3.2:
Protein Organization
When amnio acids emerge from the ribosome during translation they form the first primary protein structure, a chained sequence that can vary in length. This peptide chain is held together by covalent bonds between the amine and carboxyl ends of two amnio acids.
As the peptide lengthens hydrogen bonds form, some amino acids bond to neighboring ones causing the strand to shorten and curve, creating a helical structure called an alpha helix. Others bond laterally and are referred to as beta sheets. Together these configurations are known as the protein's secondary structure.

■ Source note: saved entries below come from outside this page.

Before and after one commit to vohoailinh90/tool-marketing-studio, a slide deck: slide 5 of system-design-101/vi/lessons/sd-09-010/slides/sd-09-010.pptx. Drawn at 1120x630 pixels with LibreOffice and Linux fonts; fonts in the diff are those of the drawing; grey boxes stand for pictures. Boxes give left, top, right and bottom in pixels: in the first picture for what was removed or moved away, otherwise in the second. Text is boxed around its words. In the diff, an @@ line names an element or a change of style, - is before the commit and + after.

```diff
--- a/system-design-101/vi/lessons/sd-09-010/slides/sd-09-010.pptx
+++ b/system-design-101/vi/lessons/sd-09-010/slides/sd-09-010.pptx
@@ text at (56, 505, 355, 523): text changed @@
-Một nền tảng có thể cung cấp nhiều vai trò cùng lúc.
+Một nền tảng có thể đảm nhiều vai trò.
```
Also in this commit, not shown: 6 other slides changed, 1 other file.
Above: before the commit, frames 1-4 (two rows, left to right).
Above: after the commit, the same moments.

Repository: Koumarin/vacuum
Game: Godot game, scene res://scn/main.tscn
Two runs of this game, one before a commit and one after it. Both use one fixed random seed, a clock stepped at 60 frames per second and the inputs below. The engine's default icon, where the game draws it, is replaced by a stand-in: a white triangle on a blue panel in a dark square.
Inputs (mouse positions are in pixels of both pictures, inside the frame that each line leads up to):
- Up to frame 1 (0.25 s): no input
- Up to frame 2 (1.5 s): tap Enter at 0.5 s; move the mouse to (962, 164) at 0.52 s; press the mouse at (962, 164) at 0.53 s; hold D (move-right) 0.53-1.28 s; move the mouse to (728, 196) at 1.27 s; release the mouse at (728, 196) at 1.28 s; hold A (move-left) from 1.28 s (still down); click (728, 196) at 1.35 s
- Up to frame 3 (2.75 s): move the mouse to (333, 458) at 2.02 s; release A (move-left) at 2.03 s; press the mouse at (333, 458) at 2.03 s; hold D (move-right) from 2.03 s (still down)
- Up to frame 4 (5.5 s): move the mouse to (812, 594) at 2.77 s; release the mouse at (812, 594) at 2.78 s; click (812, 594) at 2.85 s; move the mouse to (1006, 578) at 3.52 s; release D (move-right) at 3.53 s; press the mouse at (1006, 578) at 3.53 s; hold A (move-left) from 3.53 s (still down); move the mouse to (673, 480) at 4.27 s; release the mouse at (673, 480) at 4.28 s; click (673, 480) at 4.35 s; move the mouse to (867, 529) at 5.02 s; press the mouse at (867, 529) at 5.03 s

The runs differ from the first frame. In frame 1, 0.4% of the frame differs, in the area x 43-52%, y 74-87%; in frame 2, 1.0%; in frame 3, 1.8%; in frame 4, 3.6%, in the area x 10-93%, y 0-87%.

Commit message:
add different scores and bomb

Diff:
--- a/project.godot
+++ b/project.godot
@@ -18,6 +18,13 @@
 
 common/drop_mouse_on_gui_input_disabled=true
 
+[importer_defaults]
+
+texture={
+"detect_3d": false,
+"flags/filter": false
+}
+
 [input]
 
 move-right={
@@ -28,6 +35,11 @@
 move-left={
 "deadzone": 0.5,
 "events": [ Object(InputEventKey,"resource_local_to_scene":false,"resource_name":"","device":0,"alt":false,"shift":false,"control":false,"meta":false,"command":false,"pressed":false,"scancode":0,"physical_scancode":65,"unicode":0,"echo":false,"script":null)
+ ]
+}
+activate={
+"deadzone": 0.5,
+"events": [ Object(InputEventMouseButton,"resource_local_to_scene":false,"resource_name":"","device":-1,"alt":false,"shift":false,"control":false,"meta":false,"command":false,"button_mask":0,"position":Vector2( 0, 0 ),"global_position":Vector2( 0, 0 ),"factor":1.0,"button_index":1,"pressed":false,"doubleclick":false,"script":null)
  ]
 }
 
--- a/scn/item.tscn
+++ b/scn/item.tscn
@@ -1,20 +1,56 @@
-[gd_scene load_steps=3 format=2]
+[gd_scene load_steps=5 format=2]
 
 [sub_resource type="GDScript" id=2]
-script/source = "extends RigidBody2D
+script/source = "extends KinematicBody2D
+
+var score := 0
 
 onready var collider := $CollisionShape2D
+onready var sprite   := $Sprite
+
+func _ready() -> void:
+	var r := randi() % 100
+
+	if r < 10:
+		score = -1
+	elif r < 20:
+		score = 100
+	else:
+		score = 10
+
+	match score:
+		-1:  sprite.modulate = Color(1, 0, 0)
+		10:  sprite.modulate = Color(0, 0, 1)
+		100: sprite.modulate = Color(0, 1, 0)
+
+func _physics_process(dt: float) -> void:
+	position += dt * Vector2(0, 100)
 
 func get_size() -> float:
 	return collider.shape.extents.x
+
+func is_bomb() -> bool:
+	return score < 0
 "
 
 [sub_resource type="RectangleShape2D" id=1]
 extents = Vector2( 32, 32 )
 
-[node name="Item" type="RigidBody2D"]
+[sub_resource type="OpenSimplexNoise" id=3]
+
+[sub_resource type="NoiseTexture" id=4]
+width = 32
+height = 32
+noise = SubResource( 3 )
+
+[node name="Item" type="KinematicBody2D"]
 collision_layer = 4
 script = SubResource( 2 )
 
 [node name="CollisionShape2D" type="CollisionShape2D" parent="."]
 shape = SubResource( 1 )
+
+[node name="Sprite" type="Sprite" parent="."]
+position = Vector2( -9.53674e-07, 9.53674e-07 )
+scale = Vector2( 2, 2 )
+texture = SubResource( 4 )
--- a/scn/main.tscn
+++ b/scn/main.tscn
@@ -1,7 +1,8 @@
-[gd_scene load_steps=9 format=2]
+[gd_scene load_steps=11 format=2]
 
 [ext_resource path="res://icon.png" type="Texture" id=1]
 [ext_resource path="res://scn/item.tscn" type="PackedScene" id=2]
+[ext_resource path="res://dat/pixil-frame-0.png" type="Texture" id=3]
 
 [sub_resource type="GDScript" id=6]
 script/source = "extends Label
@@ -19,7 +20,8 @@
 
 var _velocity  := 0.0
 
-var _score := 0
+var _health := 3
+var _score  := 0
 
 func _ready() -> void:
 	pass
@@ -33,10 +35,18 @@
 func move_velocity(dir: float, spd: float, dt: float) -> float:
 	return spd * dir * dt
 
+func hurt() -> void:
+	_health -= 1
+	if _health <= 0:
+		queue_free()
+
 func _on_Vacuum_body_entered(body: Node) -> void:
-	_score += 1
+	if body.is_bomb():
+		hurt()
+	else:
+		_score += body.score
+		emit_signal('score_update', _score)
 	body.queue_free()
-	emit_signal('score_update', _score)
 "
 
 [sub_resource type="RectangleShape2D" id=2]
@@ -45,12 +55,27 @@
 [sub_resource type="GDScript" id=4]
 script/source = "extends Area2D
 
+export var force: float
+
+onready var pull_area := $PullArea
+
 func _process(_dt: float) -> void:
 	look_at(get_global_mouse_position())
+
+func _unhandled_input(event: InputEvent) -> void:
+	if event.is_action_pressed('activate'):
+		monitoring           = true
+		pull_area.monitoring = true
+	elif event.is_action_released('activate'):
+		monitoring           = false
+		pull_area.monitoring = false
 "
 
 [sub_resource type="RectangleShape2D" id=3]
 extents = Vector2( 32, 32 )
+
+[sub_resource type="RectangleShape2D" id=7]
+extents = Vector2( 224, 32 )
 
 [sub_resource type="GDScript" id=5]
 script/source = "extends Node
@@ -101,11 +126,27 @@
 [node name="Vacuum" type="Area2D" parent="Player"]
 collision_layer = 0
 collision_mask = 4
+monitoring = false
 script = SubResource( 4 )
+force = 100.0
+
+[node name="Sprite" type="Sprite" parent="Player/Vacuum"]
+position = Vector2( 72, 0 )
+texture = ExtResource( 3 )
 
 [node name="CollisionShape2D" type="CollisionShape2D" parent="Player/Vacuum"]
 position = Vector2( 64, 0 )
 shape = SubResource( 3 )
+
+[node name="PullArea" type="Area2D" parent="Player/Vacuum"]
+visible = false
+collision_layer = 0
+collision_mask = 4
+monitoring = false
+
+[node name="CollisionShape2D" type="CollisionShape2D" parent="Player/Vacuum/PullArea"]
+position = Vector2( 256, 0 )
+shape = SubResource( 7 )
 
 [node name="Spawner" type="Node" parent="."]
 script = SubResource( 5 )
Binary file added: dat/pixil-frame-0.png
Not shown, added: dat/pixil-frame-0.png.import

Additional chemical interactions including hydrophobic forces, ionic bonding, and disulfide bridges that occur between amino acid side groups increase folding into the tertiary structure a globular 3D shape which is the final functional form for many proteins. If two or more polypeptide chains combine from tertiary structures a larger complex, a quaternary structure is created for optimal interactions.
3.2:
Protein Organization
Overview
Proteins are one of the fundamental building blocks of life that carry out many diverse functions in the cell. Proteins are assembled from amino acids. The sequence of amino acids is known as the primary structure of a protein. Local interactions of individual amino acids cause the linear chain to fold into the secondary structures. Interactions of distant amino acids lead to further folding of the protein—the tertiary structure. The assembly of multiple folded chains (subunits) is known as quaternary protein structure.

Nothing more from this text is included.